• ABOUT THIS EXERCISE:
Please repeat the lines below, exactly and only, from the one that holds "first, second = normals" through the one that holds "for point, radius".

• Records from a dataset:
::::
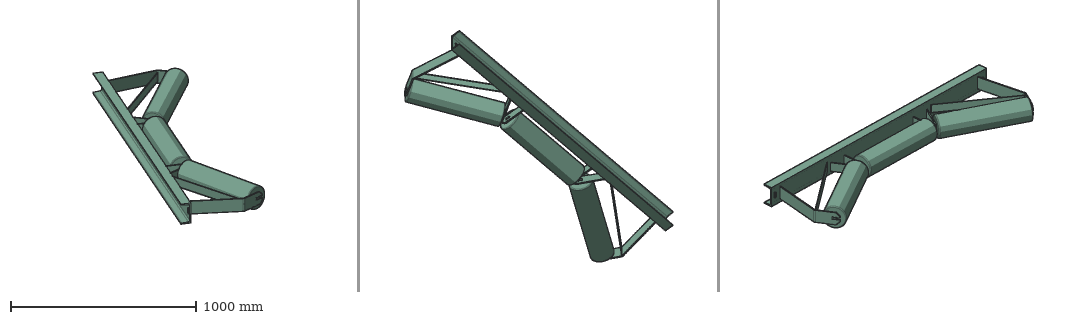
import cadquery as cq
import math

BEAM_LENGTH = 1700.0
BEAM_HEIGHT = 120.0
BEAM_WIDTH = 56.0
WEB_THICKNESS = 7.0
FLANGE_THICKNESS = 8.0
FLANGE_SLOPE = 0.08
ROOT_RADIUS = 8.0
TIP_RADIUS = 4.2
BOLT_SLOT_LENGTH = 35.0
BOLT_SLOT_WIDTH = 15.0
BOLT_SLOT_INSET = 30.0

ROLLER_DIAMETER = 135.0
ROLLER_LENGTH = 529.0
ROLLER_EDGE_RADIUS = 5.0
SHAFT_RADIUS = 12.0
SHAFT_FLAT_WIDTH = 14.0
CENTER_ROLLER_Y = 175.0
CENTER_ROLLER_Z = -17.0
TROUGH_ANGLE = 30.0
TILT_ANGLE = 2.0
SIDE_ROLLER_X = 542.0
SIDE_ROLLER_Y = 316.0
SIDE_ROLLER_Z = CENTER_ROLLER_Z + ROLLER_LENGTH / 2 * math.sin(math.radians(TILT_ANGLE))

ROLLER_GAP = 4.2
BRACKET_THICKNESS = 7.6
INNER_WIDTH = 55.0
INNER_BEND_RADIUS = 17.0
OUTER_WIDTH = 76.0
OUTER_BEND_RADIUS = 15.0
OUTER_BEND_DROP = 109.0
OUTER_TOP_RISE = 34.0
OUTER_END_CHAMFER = 22.0
OUTER_FOOT_X = 784.0
SHAFT_STUB = ROLLER_GAP + BRACKET_THICKNESS

TIE_THICKNESS = 5.0
TIE_WIDTH = 51.0
TIE_FOOT_X = 415.0

AXIS = cq.Vector(math.cos(math.radians(TROUGH_ANGLE)), -math.sin(math.radians(TROUGH_ANGLE)))
ACROSS = cq.Vector(-AXIS.y, AXIS.x)
SIDE_CENTER = cq.Vector(-SIDE_ROLLER_X, SIDE_ROLLER_Y)
FACE_REACH = ROLLER_LENGTH / 2 + ROLLER_GAP

OUTER_FACE = SIDE_CENTER - AXIS * (FACE_REACH + BRACKET_THICKNESS)
OUTER_BEND = OUTER_FACE - ACROSS * OUTER_BEND_DROP


def make_beam():
    """Channel along X with one upright bolt slot near each end of its web."""
    half = BEAM_HEIGHT / 2
    rise = FLANGE_SLOPE * BEAM_WIDTH / 2
    tip = half - FLANGE_THICKNESS + rise
    root = half - FLANGE_THICKNESS - rise + FLANGE_SLOPE * WEB_THICKNESS
    inside = BEAM_WIDTH - WEB_THICKNESS
    beam = (
        cq.Workplane("YZ")
        .polyline([
            (0, -half), (BEAM_WIDTH, -half), (BEAM_WIDTH, half), (0, half),
            (0, tip), (inside, root), (inside, -root), (0, -tip),
        ])
        .close()
        .extrude(BEAM_LENGTH / 2, both=True)
    )
    for side in (-1, 1):
        beam = beam.edges(cq.NearestToPointSelector((0, inside, side * root))).fillet(ROOT_RADIUS)
        beam = beam.edges(cq.NearestToPointSelector((0, 0, side * tip))).fillet(TIP_RADIUS)
    slots = (
        cq.Workplane("XZ")
        .pushPoints([(side * (BEAM_LENGTH / 2 - BOLT_SLOT_INSET), 0) for side in (-1, 1)])
        .slot2D(BOLT_SLOT_LENGTH, BOLT_SLOT_WIDTH, 90)
        .extrude(-BEAM_WIDTH)
    )
    return beam.cut(slots)


def centered_cylinder(radius, length):
    """Cylinder along X, centred on the origin."""
    start = cq.Plane(origin=(-length / 2, 0, 0), xDir=(0, 0, 1), normal=(1, 0, 0))
    return cq.Workplane(start).circle(radius).extrude(length)


def make_shaft():
    """Round bar along X with two flats facing +Z and -Z."""
    length = ROLLER_LENGTH + 2 * SHAFT_STUB
    bar = centered_cylinder(SHAFT_RADIUS, length)
    return bar.intersect(cq.Workplane().box(length, 2 * SHAFT_RADIUS, SHAFT_FLAT_WIDTH))


def make_roller():
    """Roller along X, centred on the origin, with its shaft ends."""
    shell = centered_cylinder(ROLLER_DIAMETER / 2, ROLLER_LENGTH)
    return shell.edges().fillet(ROLLER_EDGE_RADIUS).union(make_shaft())


def place_center(body):
    return body.translate((0, CENTER_ROLLER_Y, CENTER_ROLLER_Z))


def place_left(body):
    tilted = body.rotate((0, 0, 0), (0, 1, 0), TILT_ANGLE)
    turned = tilted.rotate((0, 0, 0), (0, 0, 1), -TROUGH_ANGLE)
    return turned.translate((-SIDE_ROLLER_X, SIDE_ROLLER_Y, SIDE_ROLLER_Z))


def to_side(body, side):
    """Left-hand bodies stay (-1) or are mirrored to the right (1)."""
    return body if side < 0 else body.mirror("YZ")


def line_at_y(point, direction, y):
    """Point where the line through point reaches the given Y."""
    return point + direction * ((y - point.y) / direction.y)


def trim_at_beam(body):
    """Cut away what reaches below the beam's back face."""
    block = cq.Workplane().box(2 * BEAM_LENGTH, BEAM_LENGTH, BEAM_LENGTH)
    return body.cut(block.translate((0, BEAM_WIDTH - BEAM_LENGTH / 2, 0)))


def extrude_outline(points, width):
    """Prism on an XY outline, its width centred on Z = 0."""
    outline = cq.Workplane("XY").polyline([(p.x, p.y) for p in points]).close()
    return outline.extrude(width / 2, both=True)


def bent_strip(start, corner, end, thickness, bend_radius, width):
    """Flat bar bent once; start-corner-end is its outer side, material lies to the right of it."""
    normals = []
    for a, b in ((start, corner), (corner, end)):
        along = (b - a).normalized()
        normals.append(cq.Vector(along.y, -along.x))
    first, second = normals
    inner_corner = corner + (first + second) * (thickness / (1 + first.dot(second)))
    points = [start, corner, end, end + second * thickness, inner_corner, start + first * thickness]
    strip = extrude_outline(points, width)
    for point, radius in ((corner, bend_radius), (inner_corner, bend_radius - thickness)):
        strip = strip.edges("|Z").edges(cq.NearestToPointSelector(point.toTuple())).fillet(radius)
    return strip


def make_inner_bracket():
    """Hooked bar that carries the left and centre rollers' neighbouring shaft ends."""
    side_face = SIDE_CENTER + AXIS * FACE_REACH
    center_face_x = -FACE_REACH
    apex = side_face + ACROSS * ((center_face_x - side_face.x) / ACROSS.x)
    left_foot = line_at_y(side_face, ACROSS, 0)
    right_foot = cq.Vector(center_face_x, 0)
    bar = bent_strip(left_foot, apex, right_foot, BRACKET_THICKNESS, INNER_BEND_RADIUS, INNER_WIDTH)
    bar = trim_at_beam(bar.translate((0, 0, CENTER_ROLLER_Z)))
    return bar.cut(place_center(make_shaft())).cut(place_left(make_shaft()))


def make_outer_bracket():
    """Bent bar with a slotted upper end that takes the left roller's outer shaft end."""
    top = OUTER_FACE + ACROSS * OUTER_TOP_RISE
    foot = cq.Vector(-OUTER_FOOT_X, BEAM_WIDTH)
    leg = (OUTER_BEND - foot).normalized()
    start = line_at_y(foot, leg, 0)
    bar = bent_strip(start, OUTER_BEND, top, BRACKET_THICKNESS, OUTER_BEND_RADIUS, OUTER_WIDTH)
    end_middle = top + AXIS * (BRACKET_THICKNESS / 2)
    for side in (-1, 1):
        corner = (end_middle.x, end_middle.y, side * OUTER_WIDTH / 2)
        bar = bar.edges(cq.NearestToPointSelector(corner)).chamfer(OUTER_END_CHAMFER)
    mouth_length = ROLLER_LENGTH + 4 * SHAFT_STUB
    mouth_depth = 2 * OUTER_TOP_RISE
    mouth = cq.Workplane().box(
        mouth_length, mouth_depth, SHAFT_FLAT_WIDTH, centered=(True, False, True)
    )
    return trim_at_beam(bar).cut(place_left(mouth.union(make_shaft())))


def make_tie():
    """Straight flat bar from the beam to the inside of the outer bracket's bend."""
    head = OUTER_BEND + AXIS * (BRACKET_THICKNESS / 2)
    foot = cq.Vector(-TIE_FOOT_X, BEAM_WIDTH)
    along = (head - foot).normalized()
    offset = cq.Vector(along.y, -along.x) * TIE_THICKNESS
    points = [
        line_at_y(foot, along, 0),
        head,
        head + offset,
        line_at_y(foot + offset, along, 0),
    ]
    return trim_at_beam(extrude_outline(points, TIE_WIDTH)).cut(make_outer_bracket())


beam = make_beam()
center_roller = place_center(make_roller())
side_rollers = [to_side(place_left(make_roller()), side) for side in (-1, 1)]
inner_brackets = [to_side(make_inner_bracket(), side) for side in (-1, 1)]
outer_brackets = [to_side(make_outer_bracket(), side) for side in (-1, 1)]
ties = [to_side(make_tie(), side) for side in (-1, 1)]

bodies = [beam, center_roller, *side_rollers, *inner_brackets, *outer_brackets, *ties]
result = cq.Compound.makeCompound([body.solids().val() for body in bodies])
::::
• EXPECTED ANSWER:
    first, second = normals
    inner_corner = corner + (first + second) * (thickness / (1 + first.dot(second)))
    points = [start, corner, end, end + second * thickness, inner_corner, start + first * thickness]
    strip = extrude_outline(points, width)
    for point, radius in ((corner, bend_radius), (inner_corner, bend_radius - thickness)):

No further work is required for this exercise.